Your objective -
Across all the records below, how many lines contain "same"? Respond with only the number.

(Extracted data entries)
[Start of Attachment]

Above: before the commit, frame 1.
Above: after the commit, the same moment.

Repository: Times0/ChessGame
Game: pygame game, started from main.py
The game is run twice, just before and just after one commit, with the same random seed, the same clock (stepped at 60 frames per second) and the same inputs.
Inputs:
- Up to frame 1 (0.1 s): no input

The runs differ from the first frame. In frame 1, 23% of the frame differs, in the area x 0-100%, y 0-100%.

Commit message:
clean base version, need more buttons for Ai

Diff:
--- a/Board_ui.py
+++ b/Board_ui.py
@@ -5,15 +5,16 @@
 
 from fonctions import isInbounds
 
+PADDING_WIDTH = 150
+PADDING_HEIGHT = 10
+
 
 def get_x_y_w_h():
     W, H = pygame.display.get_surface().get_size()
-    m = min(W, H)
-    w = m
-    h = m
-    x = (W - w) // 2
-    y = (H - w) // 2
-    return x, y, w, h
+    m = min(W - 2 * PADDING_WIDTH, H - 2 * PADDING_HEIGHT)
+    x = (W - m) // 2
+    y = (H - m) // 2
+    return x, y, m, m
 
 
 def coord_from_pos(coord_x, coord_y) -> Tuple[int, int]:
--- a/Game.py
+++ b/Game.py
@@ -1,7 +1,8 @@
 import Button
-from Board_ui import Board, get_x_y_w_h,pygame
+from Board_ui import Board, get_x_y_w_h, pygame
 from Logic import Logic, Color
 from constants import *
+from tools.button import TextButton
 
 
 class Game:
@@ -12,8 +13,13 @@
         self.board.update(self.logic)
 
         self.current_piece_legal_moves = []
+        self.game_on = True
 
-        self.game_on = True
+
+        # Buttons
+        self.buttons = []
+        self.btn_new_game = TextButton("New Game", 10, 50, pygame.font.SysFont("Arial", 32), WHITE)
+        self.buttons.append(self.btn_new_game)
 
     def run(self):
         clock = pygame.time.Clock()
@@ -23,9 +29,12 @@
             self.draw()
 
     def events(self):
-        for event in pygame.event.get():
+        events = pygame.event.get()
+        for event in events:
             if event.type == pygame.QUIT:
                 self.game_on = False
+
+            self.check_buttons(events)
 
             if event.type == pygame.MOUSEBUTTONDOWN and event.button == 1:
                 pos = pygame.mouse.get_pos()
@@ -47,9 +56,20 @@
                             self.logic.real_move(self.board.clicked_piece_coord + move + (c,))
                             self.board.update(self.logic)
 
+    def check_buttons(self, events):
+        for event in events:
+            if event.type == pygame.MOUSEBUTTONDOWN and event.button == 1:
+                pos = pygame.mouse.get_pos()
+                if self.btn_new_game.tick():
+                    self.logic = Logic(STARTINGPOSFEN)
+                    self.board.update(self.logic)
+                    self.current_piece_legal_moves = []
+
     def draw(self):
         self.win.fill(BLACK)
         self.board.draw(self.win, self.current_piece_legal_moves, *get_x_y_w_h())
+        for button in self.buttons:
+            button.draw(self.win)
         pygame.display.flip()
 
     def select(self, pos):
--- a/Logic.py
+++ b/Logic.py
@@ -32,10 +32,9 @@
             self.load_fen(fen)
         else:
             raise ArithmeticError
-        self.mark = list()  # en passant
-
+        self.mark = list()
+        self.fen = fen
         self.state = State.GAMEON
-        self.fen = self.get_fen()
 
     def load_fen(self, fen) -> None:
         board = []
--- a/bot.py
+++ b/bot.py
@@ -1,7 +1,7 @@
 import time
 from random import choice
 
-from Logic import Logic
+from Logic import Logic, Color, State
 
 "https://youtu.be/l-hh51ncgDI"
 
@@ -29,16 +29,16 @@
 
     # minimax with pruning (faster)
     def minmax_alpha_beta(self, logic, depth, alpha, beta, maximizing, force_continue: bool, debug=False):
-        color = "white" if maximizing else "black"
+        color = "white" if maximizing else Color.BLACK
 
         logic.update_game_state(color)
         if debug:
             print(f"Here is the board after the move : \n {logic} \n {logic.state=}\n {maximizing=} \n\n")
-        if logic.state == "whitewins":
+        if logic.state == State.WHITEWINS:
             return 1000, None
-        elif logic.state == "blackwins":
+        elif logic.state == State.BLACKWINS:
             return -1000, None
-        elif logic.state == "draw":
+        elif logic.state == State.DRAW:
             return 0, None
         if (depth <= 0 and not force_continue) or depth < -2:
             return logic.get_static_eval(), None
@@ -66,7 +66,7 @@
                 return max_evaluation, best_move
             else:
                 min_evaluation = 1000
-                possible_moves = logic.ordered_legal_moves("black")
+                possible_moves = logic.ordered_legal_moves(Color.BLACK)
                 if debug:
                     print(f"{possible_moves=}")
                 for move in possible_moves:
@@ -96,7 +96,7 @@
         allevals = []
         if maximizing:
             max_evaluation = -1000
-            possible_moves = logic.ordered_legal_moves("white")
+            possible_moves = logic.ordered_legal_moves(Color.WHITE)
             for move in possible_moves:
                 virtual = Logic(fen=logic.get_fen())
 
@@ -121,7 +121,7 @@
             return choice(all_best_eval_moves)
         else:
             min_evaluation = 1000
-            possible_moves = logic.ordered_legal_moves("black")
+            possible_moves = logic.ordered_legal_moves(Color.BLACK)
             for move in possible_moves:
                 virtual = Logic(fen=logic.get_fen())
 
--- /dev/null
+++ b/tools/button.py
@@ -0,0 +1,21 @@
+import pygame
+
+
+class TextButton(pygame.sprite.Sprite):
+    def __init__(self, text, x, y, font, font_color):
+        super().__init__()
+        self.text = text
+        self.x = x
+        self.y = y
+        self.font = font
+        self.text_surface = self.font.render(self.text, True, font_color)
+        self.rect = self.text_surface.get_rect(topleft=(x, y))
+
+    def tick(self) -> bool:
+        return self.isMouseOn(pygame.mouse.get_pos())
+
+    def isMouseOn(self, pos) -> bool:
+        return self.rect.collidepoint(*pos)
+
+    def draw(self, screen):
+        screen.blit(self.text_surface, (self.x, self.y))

[End of Attachment]

Solved exercise -
2